By Ron Cowen
From Minneapolis, at a meeting of the American Astronomical Society
Visible even to the naked eye, the starlit, spiral disk of the Andromeda galaxy stretches across a patch of sky as wide as the full moon. A new investigation of Earth’s next-door-neighbor galaxy reveals that it looms even larger. Using a spectrograph on the Keck II Telescope atop Hawaii’s Mauna Kea, astronomers have found that the diameter of Andromeda’s disk spans about 220,000 light-years. That’s three times the size of previous estimates.

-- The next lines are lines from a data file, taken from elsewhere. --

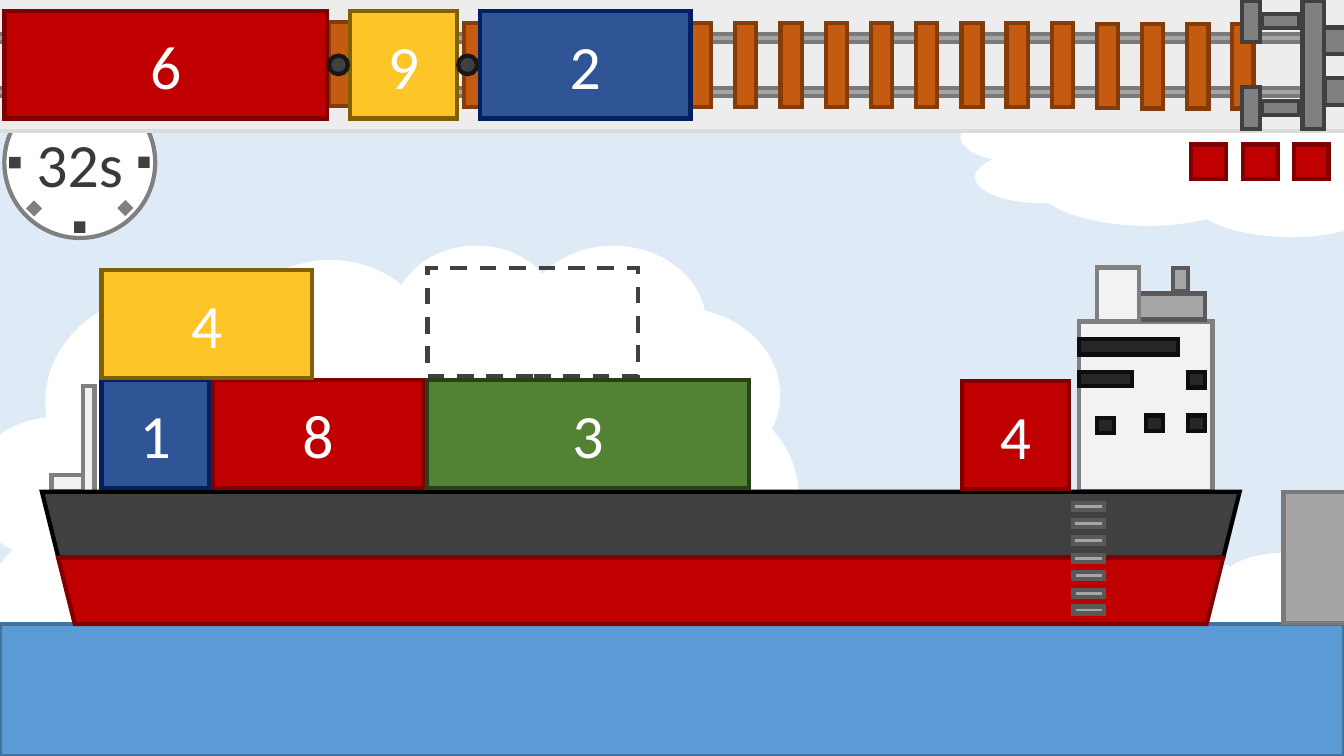
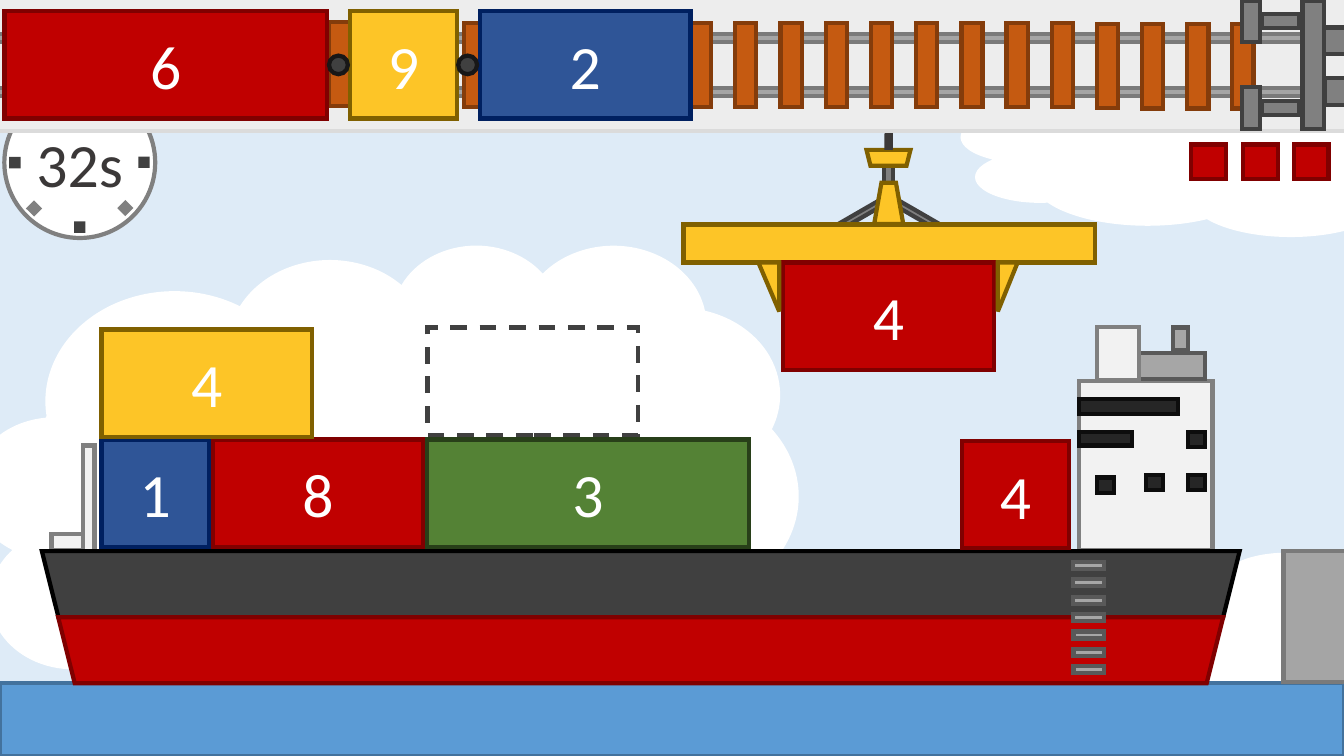
Before and after one commit to docker-apps/Docker, a slide deck: slide 1 of Documents/Projektskizze/docker_mock_up.pptx. Drawn at 1344x756 pixels with LibreOffice and Linux fonts; fonts in the diff are those of the drawing. Boxes give left, top, right and bottom in pixels: in the first picture for what was removed or moved away, otherwise in the second. Text is boxed around its words. In the diff, an @@ line names an element or a change of style, - is before the commit and + after.

```diff
--- a/Documents/Projektskizze/docker_mock_up.pptx
+++ b/Documents/Projektskizze/docker_mock_up.pptx
@@ group added at (684, 101, 1095, 370): 5 rectangles, 2 trapezoids, 2 triangles, 1 line @@
+4
@@ 26 rectangles, 2 trapezoids: place and size @@
-26 rectangles, 2 trapezoids at (42, 267, 1344, 624)
+26 rectangles, 2 trapezoids at (42, 327, 1344, 684)
@@ rectangle: place and size @@
-rectangle at (0, 624, 1344, 756)
+rectangle at (0, 684, 1344, 756)
```
Also in this commit, not shown: 1 slide added, 1 other file.
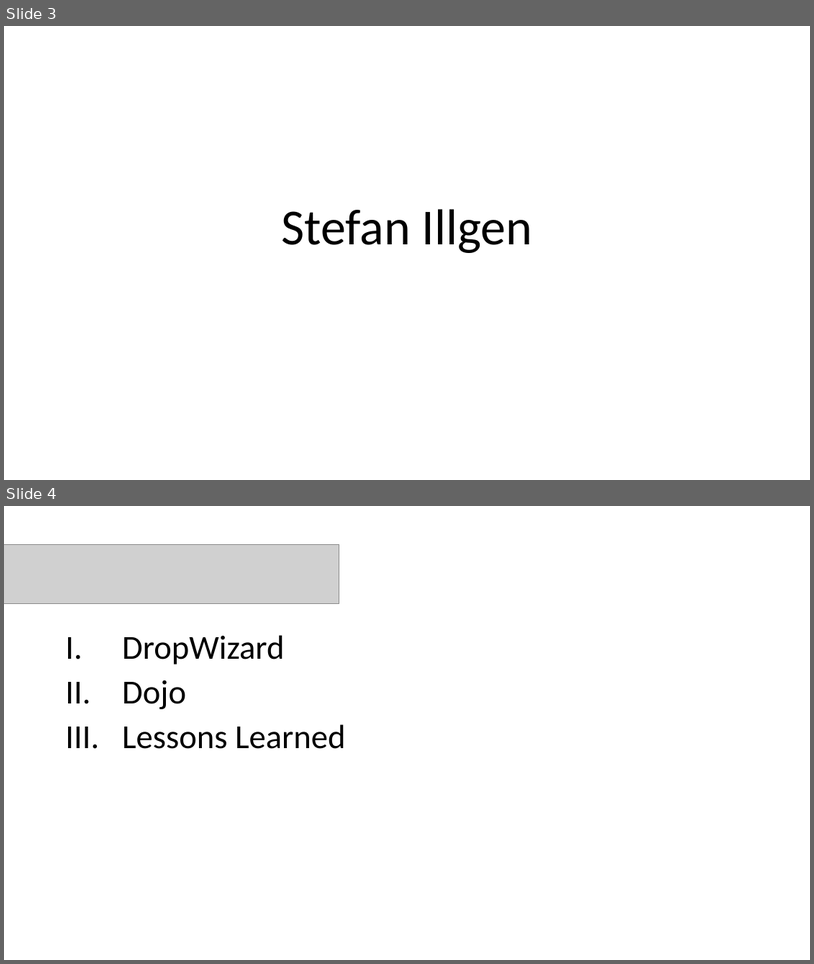
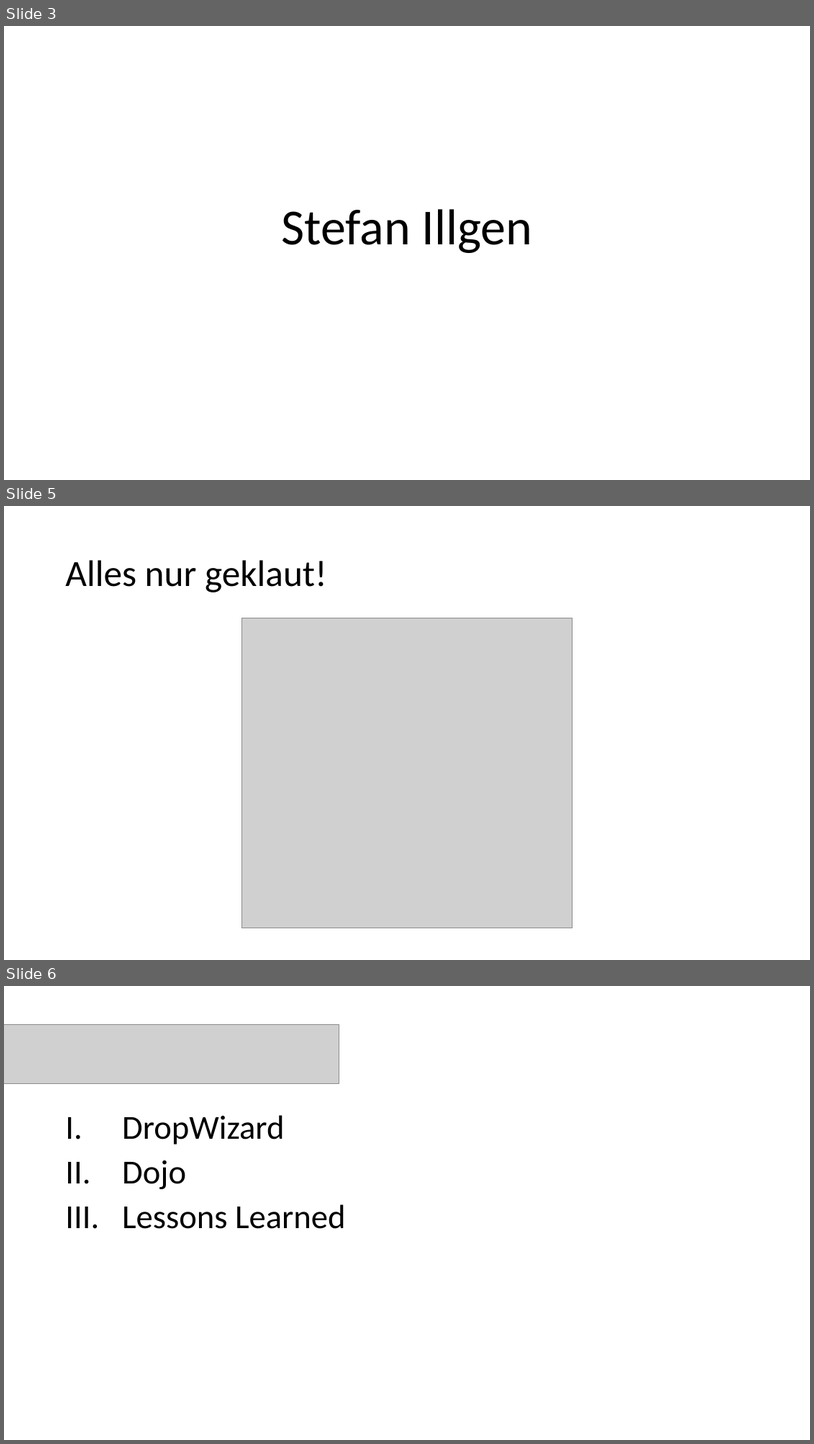
Before and after one commit to stefanil/EnergyManager, a slide deck: presentation.pptx. Shown one above the other, each under a label of ours: slides 3 and 4 before the commit, slides 3, 5 and 6 after it; the slides between them are not shown. The pictures are 814x964 and 814x1444 pixels, drawn with LibreOffice and Linux fonts; fonts in the diff are those of the drawing; grey boxes stand for pictures. Boxes give left, top, right and bottom in pixels: in the first picture for what was removed or moved away, otherwise in the second. Text is boxed around its words. In the diff, an @@ line names an element or a change of style, - is before the commit and + after.

```diff
--- a/presentation.pptx
+++ b/presentation.pptx
@@ slide 5 added at (4, 506, 810, 960), background #FFFFFF @@
@@ title added at (65, 560, 327, 592), 44 pt, text #000000 @@
+Alles nur geklaut!
@@ picture added at (242, 618, 573, 928) @@
@@ what was slide 4 is now slide 6 @@
```
Also in this commit, not shown: 1 slide changed, 2 other slides added.

A team led by Scott Chapman of the California Institute of Technology in Pasadena and Rodrigo Ibata of the Strasbourg Observatory in France measured the motion toward or away from Earth of some 3,000 relatively old, outlier stars in Andromeda. These outliers were once thought to lie in Andromeda’s halo, a spherical distribution of the galaxy’s stars that loops around the disk. The analysis shows that the Andromeda outliers are instead fringe residents of the disk and therefore expand the boundary of Andromeda’s disk, says Chapman.
“Finding [such outliers] over the whole of Andromeda establishes the suspicion that the disk is extended,” comments R. Michael Rich of the University of California, Los Angeles. He and his colleagues had previously found hints of an extended Andromeda disk using the Keck II Telescope and a smaller telescope at the Kitt Peak National Observatory in Tucson.